# WOLVES OFFICIALLY SPOTTED IN UTAH



## truemule (Sep 12, 2007)

http://www.ksl.com/?nid=148&sid=2892224

It official they are here. o-||


----------



## bucksandducks (Sep 11, 2007)

Why are they trying to keep them here? They need to get them out of here, but lets just feed them road kill and help them survive. NOT GOOD!!


----------



## NHS (Sep 7, 2007)

I just saw the story on the news as well. I'm going to pull up a lawn chair and get a bucket of chicken. This should be a good show. o-||


----------



## SingleShot man (Dec 24, 2007)

Come on now, there is REGULATED/CONTROLLED room for all of us... if we put our heads together.


----------



## HighNDry (Dec 26, 2007)

It's not official. The report even says there is no hard proof. It says there is enough evidence to suggest they crossed into Utah, that's all. It says nothing about there being an established pack taking residence in Utah. When the DWR went to find them, guess what? They couldn't find them. Some tracks is all they found. And they couldn't even get pictures of the tracks.

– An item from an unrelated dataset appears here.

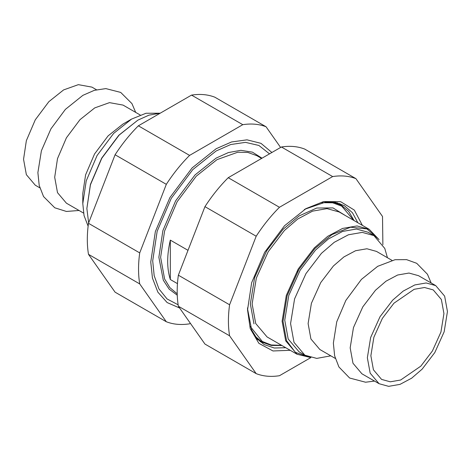 <?xml version="1.0" encoding="UTF-8"?>
<svg xmlns="http://www.w3.org/2000/svg" width="471" height="471" viewBox="0 0 471 471"><rect width="100%" height="100%" fill="white"/><g stroke="black" fill="none" stroke-linecap="round" stroke-linejoin="round"><path stroke-width="0.71" d="M269.506 153.864L258.897 145.462L245.491 142.36L230.737 144.526L216.124 150.991L192.78 169.613L171.279 198.332L157.155 231.308L152.704 260.84L154.176 275.67L158.91 288.853L167.046 298.938L178.132 304.796M170.319 240.122L170.319 279.515C166.805 268.411 166.805 255.282 170.319 240.122L188 250.331M170.319 279.515L177.461 283.642M281.617 345.337L271.172 344.966L262.3 341.475L250.354 326.574M321.876 202.689L332.597 202.789L341.74 206.145L353.756 220.387M379.055 239.627L369.193 229.3L357.012 225.939L342.552 228.441L327.734 236.312L314.351 247.846L298.208 268.988L286.309 295.405L282.111 321.222L285.697 340.833L297.054 354.245L310.931 357.619M354.092 220.581L348.746 211.467L341.351 205.185L332.856 202.041M255.282 336.406L262.253 342.193L271.337 345.443L281.952 345.531M309.718 357.283L295.37 352.337L286.556 340.663L283.006 321.222L287.169 295.629L298.961 269.447L314.964 248.488L331.99 234.587L350.577 227.228L366.98 228.918L378.154 238.744M298.208 270.713L297.431 272.067M435.722 285.609L418.536 275.688L408.975 273.05L397.624 275.017L385.99 281.193L375.481 290.248L362.805 306.851L353.468 327.586L350.171 347.857L352.985 363.253L361.905 373.786L379.084 383.706L370.165 373.173L367.356 357.777L370.648 337.507L379.991 316.771L392.661 300.168L403.17 291.113L414.804 284.937L426.161 282.971L435.722 285.609L444.642 296.141L447.45 311.537L444.153 331.808L434.815 352.543L422.14 369.146L411.63 378.201L400.003 384.377L388.646 386.344L379.084 383.706M330.813 355.835L316.73 358.402L304.867 355.181L293.998 342.34L290.572 323.571L294.587 298.867L305.973 273.586L321.422 253.351L334.233 242.312L348.41 234.782L362.252 232.386L373.909 235.6L384.778 248.435L387.445 257.737M391.954 260.339L376.476 251.402L366.915 248.765L355.558 250.731L343.93 256.913L333.421 265.968L320.745 282.565L311.408 303.3L308.111 323.571L310.919 338.973L319.838 349.5L335.317 358.437M304.867 355.181L299.05 351.819L288.181 338.985L284.755 320.215L288.77 295.505L300.157 270.224L315.605 249.989L328.417 238.956L342.594 231.426L356.435 229.024L368.092 232.244L373.909 235.6M441.374 299.515L443.935 313.568L440.933 332.055L432.407 350.977L420.85 366.12L400.65 380.015L390.294 381.81L381.569 379.402L373.432 369.8L370.865 355.746L373.874 337.26L382.393 318.337L393.956 303.194L414.156 289.3L424.512 287.504L433.238 289.912L441.374 299.515M88.648 222.895L86.864 208.5L90.45 184.75L101.807 158.221L119.098 135.124L137.873 120.146L148.96 115.154L160.205 113.199M137.873 120.146L118.816 135.248L101.677 158.15L90.414 184.444L86.864 208.5M140.187 114.983L123.061 105.098L109.484 102.637L94.742 107.9L79.999 119.658L66.423 137.791L57.503 158.621L54.695 177.267L57.503 192.663L66.423 203.189L83.555 213.08M96.478 89.749L91.916 87.117L78.339 84.656L63.597 89.92L48.854 101.677L35.278 119.817L26.364 140.641L23.55 159.286L26.364 174.682L35.278 185.209L39.841 187.847M160.069 113.199L146.004 113.258L131.609 119.063L113.641 133.393L97.091 155.501L86.222 180.888L82.796 203.613L84.056 215.618L88.118 226.145M82.796 203.613L82.796 193.487L85.604 174.841L94.524 154.017L108.1 135.883L122.843 124.126L131.609 119.063L122.843 124.126M271.885 152.486L260.975 143.343L247.004 139.834L231.532 141.965L216.183 148.718L192.103 167.923L169.925 197.549L155.353 231.567L150.761 262.023L152.445 278.073L157.862 292.15L167.123 302.553L179.61 308.005M280.598 147.458L266.05 126.758C259.074 124.056 251.314 123.367 242.777 124.68L189.583 155.395C181.047 163.932 173.293 173.581 166.316 184.338L139.716 252.892C138.156 264.131 138.156 274.475 139.716 283.913L166.316 321.752C173.293 324.454 181.047 325.149 189.583 323.83L190.402 323.359M166.316 321.752L115.083 292.173L88.483 254.334C86.923 244.896 86.923 234.552 88.483 223.313L115.083 154.759C122.06 144.002 129.813 134.353 138.35 125.816L191.544 95.101C200.081 93.782 207.835 94.477 214.811 97.179L266.05 126.758M242.777 124.68L191.544 95.101M138.35 125.816L189.583 155.395M166.316 184.338L115.083 154.759M139.716 283.913L88.483 254.334M88.483 223.313L139.716 252.892M256.189 373.638L204.95 344.06L178.356 306.221C176.796 296.783 176.796 286.439 178.356 275.199L204.95 206.645C211.926 195.889 219.686 186.239 228.223 177.702L281.417 146.987C289.953 145.669 297.707 146.363 304.684 149.066L355.917 178.644C348.94 175.942 341.187 175.253 332.65 176.566L279.456 207.281C270.919 215.818 263.165 225.468 256.189 236.224L229.589 304.778C228.029 316.017 228.029 326.362 229.589 335.799L256.189 373.638C263.165 376.341 270.919 377.035 279.456 375.717L310.795 357.624M362.382 225.362L354.316 210.095L340.668 201.694L323.589 201.57L306.05 208.588L284.513 225.762L264.684 252.256L251.655 282.682L247.546 309.924L250.236 328.617L258.885 343.341L272.986 350.966L290.242 350.312M247.546 309.924L247.546 307.857M305.149 209.118L325.602 202.112L335.511 202.418L344.366 205.65L352.426 212.721L357.86 222.754M285.72 347.704L274.316 348.016L264.16 344.572L256.93 338.519L251.714 330.089L247.552 308.876M341.74 205.415L339.768 203.543M260.033 341.64L262.641 342.411M382.882 244.679L382.517 216.483L355.917 178.644M332.65 176.566L281.417 146.987M178.356 275.199L229.589 304.778M229.589 335.799L178.356 306.221M256.189 236.224L204.95 206.645M228.223 177.702L279.456 207.281M262.011 158.191L252.427 152.139L240.858 150.32L228.4 152.563L216.124 158.109L195.047 174.918L175.636 200.846L162.889 230.619L158.868 257.278L163.296 280.21L169.136 289.123L177.255 295.205M261.605 158.427L256.866 155.689L247.852 152.439L237.755 152.227L217.001 159.64L196.254 176.189L177.143 201.718L164.585 231.031L160.629 257.278L164.585 278.956L169.819 287.593L177.214 293.816M345.108 215.388L332.997 207.911L316.771 208.023L299.162 215.901L283.148 229.247L266.721 250.766L254.617 277.643L250.342 303.913L253.987 323.871M297.054 354.245L267.075 336.942L255.712 323.524L252.132 303.913L256.33 278.096L268.229 251.679L284.372 230.537L297.754 219.003L312.573 211.132L327.033 208.629L339.214 211.991L369.193 229.3M341.351 205.185L337.171 202.771M262.253 342.193L255.989 338.578M374.522 381.074L365.573 382.222L349.623 378.019L338.908 366.956L334.645 355.846L333.368 343.118L336.736 321.84L345.838 300.427L361.416 279.397L377.695 266.321L395.069 259.704L406.597 259.645L416.705 263.307L427.444 274.246L431.159 282.977M135.683 112.381L131.945 103.614L120.706 92.416L105.834 88.601L94.312 90.338L82.872 95.348L65.392 109.372L50.921 128.86L41.395 150.773L37.886 172.598L39.205 185.403L43.544 196.56L54.777 207.793L66.423 211.455L79.046 210.478M306.05 208.588L304.26 209.619"/></g></svg>

They have no video, pictures or other hard evidence. just another guy claiming to have seen them. Could it be another URW...unidentified roaming wolf?

The DWR officials say they heard a howl in the distance, but assume the wolves have left the area or they would have found them by now. 

So it's official, someone saw wolves in Utah, but it's not official they are here to stay.


----------



## Packfish (Oct 30, 2007)

The IRW is here . For better or worse they are here.


----------



## HighNDry (Dec 26, 2007)

So are tons of twenty inch trout in the Middle Provo. Every fly fisherman catches six or eight on each outing, but when the DWR does the electroshock survey, they are mysteriously gone. Legends in their own minds!


----------



## proutdoors (Sep 24, 2007)

HighNDry said:


> So are tons of twenty inch trout in the Middle Provo. Every fly fisherman catches six or eight on each outing, but when the DWR does the electroshock survey, they are mysteriously gone. Legends in their own minds!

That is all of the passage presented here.